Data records
•••
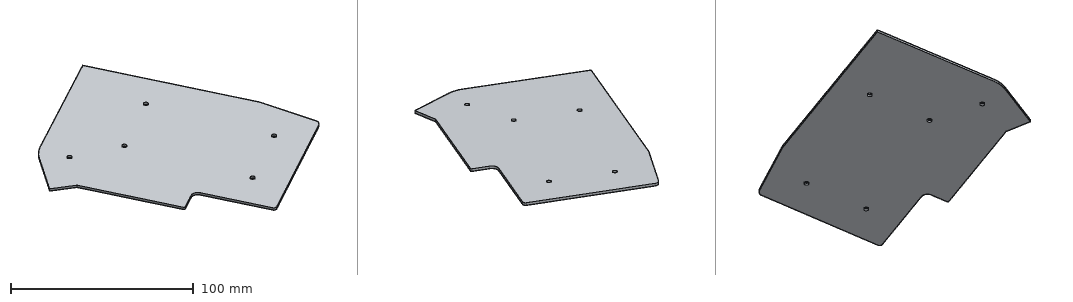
import cadquery as cq
import math

length = 139.0
width = 106.7
thickness = 1.7

left_edge_lean = 0.4
left_bend_y = 28.1
left_bend_radius = 17.4
foot_angle = math.radians(30)
lean_angle = math.atan(left_edge_lean / (width - left_bend_y))
half_turn_ratio = math.cos((foot_angle - lean_angle) / 2) / math.cos((foot_angle + lean_angle) / 2)
left_bend_x = -left_bend_radius * (half_turn_ratio - 1)
foot_x = left_bend_x + left_bend_y * math.tan(foot_angle)

bottom_y = 7.6
bottom_start_x = foot_x + bottom_y / math.tan(foot_angle)
step_x = 91.5
step_y = 22.4
step_outer_radius = 0.7
step_inner_radius = 3.9
lower_right_radius = 1.7

slope_start_x = 102.2
slope_drop = 6.1
upper_right_radius = 2.9

hole_diameter = 2.6
pair_spacing = 38.0
left_pair = (43.5, 48.0)
right_pair = (118.8, 43.7)
single_hole = (18.1, 29.5)


def make_plate():
    """Extrude the sharp-cornered outline of the plate."""
    outline = [
        (foot_x, 0),
        (bottom_start_x, bottom_y),
        (step_x, bottom_y),
        (step_x, step_y),
        (length, step_y),
        (length, width - slope_drop),
        (slope_start_x, width),
        (left_bend_x + left_edge_lean, width),
        (left_bend_x, left_bend_y),
    ]
    return cq.Workplane("XY").polyline(outline).close().extrude(thickness)


def round_corner(plate, x, y, radius):
    """Fillet the upright edge nearest to the given corner."""
    nearest = cq.selectors.NearestToPointSelector((x, y, thickness / 2))
    return plate.edges("|Z").edges(nearest).fillet(radius)


def drill_holes(plate):
    """Cut all the holes through the plate."""
    centers = [single_hole]
    for x, y in (left_pair, right_pair):
        centers += [(x, y), (x, y + pair_spacing)]
    holes = cq.Workplane("XY").pushPoints(centers).circle(hole_diameter / 2).extrude(thickness)
    return plate.cut(holes)


rounded_corners = [
    (left_bend_x, left_bend_y, left_bend_radius),
    (step_x, bottom_y, step_outer_radius),
    (step_x, step_y, step_inner_radius),
    (length, step_y, lower_right_radius),
    (length, width - slope_drop, upper_right_radius),
]

result = make_plate()
for corner_x, corner_y, corner_radius in rounded_corners:
    result = round_corner(result, corner_x, corner_y, corner_radius)
result = drill_holes(result)
•••
(Work required): Each line above that includes the word "thickness" is to be copied.

(Exercise answer):
thickness = 1.7
    return cq.Workplane("XY").polyline(outline).close().extrude(thickness)
    nearest = cq.selectors.NearestToPointSelector((x, y, thickness / 2))
    holes = cq.Workplane("XY").pushPoints(centers).circle(hole_diameter / 2).extrude(thickness)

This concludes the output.